Tax authorities urge awareness of cryptocurrency risk factors

The Joint Global Tax Enforcement Staff โ€“ a coalition of tax authorities including the Australian Taxation Office, Canada Revenue Agency, Netherlands Tax Research and Information Service, Her Majesty's Revenue and Customs of the United Kingdom and the Criminal Investigation Division of the Internal Revenue Service. from United States - posted a notice to financial institutions about risk indicators linked to cryptocurrency activity, many of which have to do with privacy and anonymity.

"Identification and detection play a crucial role in the fight against cybercrime globally," said Guy Ficco, head of IRS Criminal Investigation, in a statement. "Any time we can pool the resources of our J5 partners to issue relevant information to financial institutions on cybercrime indicators, we will seize the opportunity."

The document, called "Crypto Asset Risk Indicators," highlights how cryptocurrency asset layers, geographic locations, high-risk counterparties, unknown or hidden transaction recipients, and certain online behaviors can indicate criminal activity. He named 42 specific risk factors related to these areas.

Several of these risk factors have to do with someone attempting what authorities consider too difficult to remain anonymous. They include things like "a disproportionate amount of the client's account activity involves the buying and selling of privacy coins or maintaining a large portfolio of privacy coins, the client transfers Bitcoin in large volumes in exchange for privacy coins, the client "Try to provide as little identity as possible." possible information, including incomplete or insufficient identification information, and the customer's use of an anonymity-oriented email provider," among others. The document also mentions the use of peer-to-peer platforms that bypass institutions traditional financial institutions.

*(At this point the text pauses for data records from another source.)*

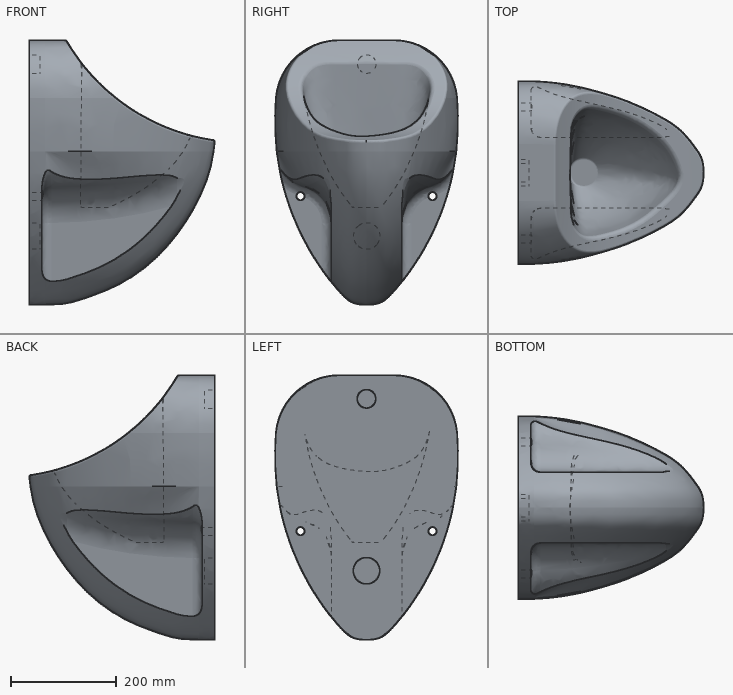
import cadquery as cq
import math


HEIGHT = 501.26
HALF_WIDTH = 346.53 / 2
WIDEST_Z = 345.0
PLATE_THICKNESS = 30.0
HINGE_Z = 291.0
HINGE_HALF_WIDTH = 170.3
SHOULDER_Z = 392.0
SHOULDER_HALF_WIDTH = 171.8
TOP_HALF_WIDTH = 54.0
CORNER_MIDDLE = (149.0, 452.0)
PLATE_OUTLINE = [(174.2, 141.5), (89.7, 99.5), (41.5, 65.0), (17.3, 43.5)]
PLATE_SIDE_SLOPE = 0.12

NOSE_X = 349.25
NOSE_LEAN = 0.125
NOSE_OUTLINE = [(157.6, 148.0), (268.0, 103.0), (303.0, 80.5), (335.0, 44.0)]
NOSE_SIDE_SLOPE = -0.04
SIDE_SECTIONS = 2
CORNER_SECTIONS = 6

KEEL_POINTS = [
    (NOSE_X, HINGE_Z),
    (325.0, 209.5),
    (263.0, 113.5),
    (150.0, 29.5),
    (90.0, 7.7),
    (PLATE_THICKNESS, 0.0),
]
KEEL_END_SLOPE = 0.02
KEEL_PINCH = 0.14
FAN_STEPS = 16
PROFILE_STEPS = 40
SKIN_TOLERANCE = 0.02
JOIN_TOLERANCE = 0.05

RIM_BACK = (70.0, HEIGHT)
RIM_MIDDLE = (181.7, 378.7)
RIM_FRONT = (352.0, 311.8)
RIM_OUTER_FILLET = 5.0
RIM_INNER_FILLET = 9.0
CUT_MARGIN = 1.0

BOWL_BACK = (98.0, 467.0)
BOWL_NOSE = (308.0, 333.0)
BOWL_HALF_OUTLINE = [(280, 57), (236, 94), (154, 123), (122, 121), (104, 101), (99, 50)]
BOWL_CENTER_X = 170.0
MIDDLE_INSET = 0.5
MIDDLE_DROP = 0.7
DRAIN_X = 123.5
DRAIN_RADIUS = 27.0
DRAIN_Z = 185.0
DRAIN_FILLET = 4.0

RECESS_BACK_X = 24.0
RECESS_TOP_Z = HINGE_Z
RECESS_BOTTOM_Z = -10.0
RECESS_OVERLAP = 1.5
RECESS_BACK_FILLET = 18.0
RECESS_FLAT_Y = 67.0
RECESS_FLAT_TOP_Z = 155.0
RECESS_FLAT_END_Z = 190.0
RECESS_END_Y = 33.0
RECESS_END_Z = 270.0
RECESS_FADE_POWER = 1.5
FLAT_END = 0.68
RECESS_END = 0.92
FLAT_STEPS = 5
FADE_STEPS = 3
RECESS_EDGE_BOX = ((0, 60, -50), (50, 168, 282))

BLIND_DEPTH = 20.0
UPPER_HOLE_DIAMETER = 35.0
UPPER_HOLE_Z = 456.5
LOWER_HOLE_DIAMETER = 50.0
LOWER_HOLE_Z = 131.0
SCREW_HOLE_DIAMETER = 15.0
SCREW_HOLE_Y = 125.0
SCREW_HOLE_Z = 206.0


def spline_edge(points, start, end):
    """Spline through the points with the given end directions."""
    vectors = [cq.Vector(*point) for point in points]
    return cq.Edge.makeSpline(vectors, tangents=[cq.Vector(*start), cq.Vector(*end)])


def arc_edge(start, middle, end):
    return cq.Edge.makeThreePointArc(cq.Vector(*start), cq.Vector(*middle), cq.Vector(*end))


nose_curve = spline_edge(
    [(PLATE_THICKNESS, HINGE_HALF_WIDTH)] + NOSE_OUTLINE + [(NOSE_X, 0)],
    (1, NOSE_SIDE_SLOPE),
    (0, -1),
)
plate_curve = spline_edge(
    [(HINGE_Z, HINGE_HALF_WIDTH)] + PLATE_OUTLINE + [(0, 0)],
    (-1, -PLATE_SIDE_SLOPE),
    (0, -1),
)
keel_curve = spline_edge(KEEL_POINTS, (-NOSE_LEAN, -1), (-1, -KEEL_END_SLOPE))
side_arc = arc_edge(
    (HINGE_HALF_WIDTH, HINGE_Z), (HALF_WIDTH, WIDEST_Z), (SHOULDER_HALF_WIDTH, SHOULDER_Z)
)
corner_arc = arc_edge(
    (SHOULDER_HALF_WIDTH, SHOULDER_Z), CORNER_MIDDLE, (TOP_HALF_WIDTH, HEIGHT)
)


def fan_point(turn, across):
    """Lower shell point: turn runs from hinge level (0) to plate (1), across from middle (0) to side (1)."""
    nose = nose_curve.positionAt(1 - across)
    plate = plate_curve.positionAt(1 - across)
    keel = keel_curve.positionAt(turn)
    nose_reach = (nose.x - PLATE_THICKNESS) / (NOSE_X - PLATE_THICKNESS)
    plate_reach = (HINGE_Z - plate.x) / HINGE_Z
    reach = nose_reach + (plate_reach - nose_reach) * turn
    pinch = 1 - KEEL_PINCH * math.sin(math.pi * turn) * math.sin(math.pi * across)
    return cq.Vector(
        PLATE_THICKNESS + reach * (keel.x - PLATE_THICKNESS),
        (nose.y + (plate.y - nose.y) * turn) * pinch,
        HINGE_Z - reach * (HINGE_Z - keel.y),
    )


def lower_shell():
    """Half of the rounded lower body: a curved skin closed by flats on top, at the plate and in the middle."""
    grid = [
        [fan_point(i / FAN_STEPS, j / PROFILE_STEPS) for j in range(PROFILE_STEPS + 1)]
        for i in range(FAN_STEPS + 1)
    ]
    skin = cq.Face.makeSplineApprox(grid, tol=SKIN_TOLERANCE, minDeg=3, maxDeg=6)
    hinge_middle = cq.Vector(PLATE_THICKNESS, 0, HINGE_Z)
    faces = [skin]
    for edge in skin.Edges():
        spokes = [
            cq.Edge.makeLine(edge.endPoint(), hinge_middle),
            cq.Edge.makeLine(hinge_middle, edge.startPoint()),
        ]
        faces.append(cq.Face.makeFromWires(cq.Wire.assembleEdges([edge] + spokes)))
    return cq.Workplane(cq.Solid.makeSolid(cq.Shell.makeShell(faces)))


def level_section(half_width, z):
    """Closed horizontal section of one half of the upper shell."""
    lean = 1 + NOSE_LEAN * (z - HINGE_Z) / (NOSE_X - PLATE_THICKNESS)
    widen = half_width / HINGE_HALF_WIDTH

    def placed(x, y):
        return (PLATE_THICKNESS + (x - PLATE_THICKNESS) * lean, y * widen)

    side = [placed(x, y) for x, y in NOSE_OUTLINE]
    return (
        cq.Workplane("XY", origin=(0, 0, z))
        .moveTo(*placed(PLATE_THICKNESS, HINGE_HALF_WIDTH))
        .spline(
            side + [placed(NOSE_X, 0)],
            includeCurrent=True,
            tangents=[(1, NOSE_SIDE_SLOPE * widen), (0, -1)],
        )
        .lineTo(PLATE_THICKNESS, 0)
        .close()
        .val()
    )


def upper_shell():
    """Half of the upper body: its width follows the plate outline, first the side and then the corner."""
    shell = cq.Workplane()
    for arc, steps in ((side_arc, SIDE_SECTIONS), (corner_arc, CORNER_SECTIONS)):
        stations = [arc.positionAt(i / steps) for i in range(steps + 1)]
        shell = shell.add(cq.Solid.makeLoft([level_section(p.x, p.y) for p in stations]))
    return shell.combine()


def back_plate():
    """Half of the flat plate against the wall."""
    return (
        cq.Workplane("YZ")
        .moveTo(0, HEIGHT)
        .lineTo(TOP_HALF_WIDTH, HEIGHT)
        .threePointArc(CORNER_MIDDLE, (SHOULDER_HALF_WIDTH, SHOULDER_Z))
        .threePointArc((HALF_WIDTH, WIDEST_Z), (HINGE_HALF_WIDTH, HINGE_Z))
        .spline(
            [(y, z) for z, y in PLATE_OUTLINE] + [(0, 0)],
            includeCurrent=True,
            tangents=[(-PLATE_SIDE_SLOPE, -1), (-1, 0)],
        )
        .close()
        .extrude(PLATE_THICKNESS)
    )


def rim_cutter():
    """Everything above the concave rim."""
    far = 2 * NOSE_X
    return (
        cq.Workplane("XZ", origin=(0, HEIGHT, 0))
        .moveTo(*RIM_BACK)
        .threePointArc(RIM_MIDDLE, RIM_FRONT)
        .lineTo(far, RIM_FRONT[1])
        .lineTo(far, HEIGHT + CUT_MARGIN)
        .lineTo(RIM_BACK[0], HEIGHT + CUT_MARGIN)
        .close()
        .extrude(2 * HEIGHT)
    )


def rim_face(body):
    """The rim is the largest cylindrical face."""
    return max(body.faces("%CYLINDER").vals(), key=lambda face: face.Area())


def recess_section(x, body_y, inner_y, inner_z):
    """Cutter section: two equal tangent arcs form an S from the outer side in to the flat."""
    outer_y = body_y + RECESS_OVERLAP
    depth = outer_y - inner_y
    height = RECESS_TOP_Z - inner_z
    radius = (depth**2 + height**2) / (4 * depth)
    half_turn = math.atan2(depth, height)
    sag = radius * (1 - math.cos(half_turn))
    rise = radius * math.sin(half_turn)
    return (
        cq.Workplane("YZ", origin=(x, 0, 0))
        .moveTo(inner_y, RECESS_BOTTOM_Z)
        .lineTo(inner_y, inner_z)
        .threePointArc(
            (inner_y + sag, inner_z + rise),
            ((inner_y + outer_y) / 2, (inner_z + RECESS_TOP_Z) / 2),
        )
        .threePointArc((outer_y - sag, RECESS_TOP_Z - rise), (outer_y, RECESS_TOP_Z))
        .lineTo(HEIGHT, RECESS_TOP_Z)
        .lineTo(HEIGHT, RECESS_BOTTOM_Z)
        .close()
        .val()
    )


def flat_wall(along):
    """Half width and top level of the flat part of the recess."""
    rise = RECESS_FLAT_END_Z - RECESS_FLAT_TOP_Z
    return RECESS_FLAT_Y, RECESS_FLAT_TOP_Z + rise * along**2


def fading_wall(along):
    """Half width and top level of the recess wall where it fades out toward the nose."""
    return (
        RECESS_FLAT_Y + (RECESS_END_Y - RECESS_FLAT_Y) * along**RECESS_FADE_POWER,
        RECESS_FLAT_END_Z + (RECESS_END_Z - RECESS_FLAT_END_Z) * along,
    )


def recess_sections(first, last, steps, wall):
    """Cutter sections between two places (0..1) along the nose outline."""
    sections = []
    for i in range(steps + 1):
        outer = nose_curve.positionAt(first + (last - first) * i / steps)
        sections.append(recess_section(outer.x, outer.y, *wall(i / steps)))
    return sections


def recess_cutter():
    """Cutter for one side recess: a flat wall under an S-shaped ledge that fades out toward the nose."""
    side = recess_sections(0, FLAT_END, FLAT_STEPS, flat_wall)
    side[0] = recess_section(RECESS_BACK_X, HINGE_HALF_WIDTH, *flat_wall(0))
    nose = recess_sections(FLAT_END, RECESS_END, FADE_STEPS, fading_wall)
    side_part = (
        cq.Workplane(cq.Solid.makeLoft(side))
        .faces("<X")
        .edges(cq.selectors.BoxSelector(*RECESS_EDGE_BOX))
        .fillet(RECESS_BACK_FILLET)
    )
    return side_part.union(cq.Workplane(cq.Solid.makeLoft(nose)))


def bowl_cutter():
    """Basin lofted from the tilted mouth through a bulging middle ring to the round drain floor."""
    fall = (BOWL_BACK[1] - BOWL_NOSE[1]) / (BOWL_NOSE[0] - BOWL_BACK[0])
    outline = [(BOWL_NOSE[0], 0)] + BOWL_HALF_OUTLINE + [(BOWL_BACK[0], 0)]
    outline += [(x, -y) for x, y in reversed(BOWL_HALF_OUTLINE)]
    mouth = []
    middle = []
    drain = []
    for x, y in outline:
        angle = math.atan2(y, x - BOWL_CENTER_X)
        top = cq.Vector(x, y, BOWL_BACK[1] - (x - BOWL_BACK[0]) * fall)
        floor = cq.Vector(
            DRAIN_X + DRAIN_RADIUS * math.cos(angle), DRAIN_RADIUS * math.sin(angle), DRAIN_Z
        )
        mouth.append(top)
        drain.append(floor)
        middle.append(
            cq.Vector(
                top.x + (floor.x - top.x) * MIDDLE_INSET,
                top.y + (floor.y - top.y) * MIDDLE_INSET,
                top.z + (floor.z - top.z) * MIDDLE_DROP,
            )
        )
    rings = [
        cq.Wire.assembleEdges([cq.Edge.makeSpline(points, periodic=True)])
        for points in (mouth, middle, drain)
    ]
    basin = cq.Workplane(cq.Solid.makeLoft(rings))
    return basin.faces("<Z").edges().fillet(DRAIN_FILLET)


def hole_cutter():
    """Two blind holes in the wall side and two screw holes through the plate."""
    cutter = cq.Workplane()
    blind_holes = (
        (UPPER_HOLE_DIAMETER, UPPER_HOLE_Z),
        (LOWER_HOLE_DIAMETER, LOWER_HOLE_Z),
    )
    for diameter, z in blind_holes:
        hole = cq.Workplane("YZ").center(0, z).circle(diameter / 2).extrude(BLIND_DEPTH)
        cutter = cutter.add(hole)
    screw_holes = (
        cq.Workplane("YZ")
        .pushPoints([(SCREW_HOLE_Y, SCREW_HOLE_Z), (-SCREW_HOLE_Y, SCREW_HOLE_Z)])
        .circle(SCREW_HOLE_DIAMETER / 2)
        .extrude(NOSE_X)
    )
    return cutter.add(screw_holes).combine()


def half_body():
    """The +Y half with its rounded outer rim and its side recess."""
    upper = upper_shell().cut(rim_cutter())
    side_edges = [edge for edge in rim_face(upper).Edges() if edge.Center().y > CUT_MARGIN]
    upper = cq.Workplane(upper.val().fillet(RIM_OUTER_FILLET, side_edges))
    half = upper.union(lower_shell(), tol=JOIN_TOLERANCE)
    half = half.union(back_plate(), tol=JOIN_TOLERANCE)
    return half.cut(recess_cutter())


half = half_body()
body = half.union(half.mirror("XZ"))
body = body.cut(bowl_cutter())
mouth_edges = rim_face(body).innerWires()[0].Edges()
body = cq.Workplane(body.val().fillet(RIM_INNER_FILLET, mouth_edges))
result = body.cut(hole_cutter())

Many of these risk factors arise from one of the reasons cryptocurrency was developed in the first place, specifically to bypass traditional financial institutions with a medium of exchange that, by design, was intended to be effectively untraceable. While much has been done to bring the cryptocurrency sector to light, which has weakened the presence of this ethos in the community, it is still a factor.

Other risk indicators are linked to specific activities, such as "rapid movement of funds between accounts held on crypto exchanges with no apparent trading logic", the origin of the activity, such as sending/receiving from gaming platforms or exchanges operating in areas high-risk. jurisdictions identified as non-cooperative for anti-money laundering purposes, and the nature of counterparties, such as financial institutions or individuals subject to sanctions or based in sanctioned states. Onboarding issues may include "the level or volume of transactional activity is inconsistent with the customer's apparent financial profile, usual pattern of activities, occupational information, or stated business information." Some activities are often associated with ransomware and other cybercrime, such as a digital currency account linked or funded by multiple bank accounts at several different institutions, or going silent after a large initial digital currency transfer.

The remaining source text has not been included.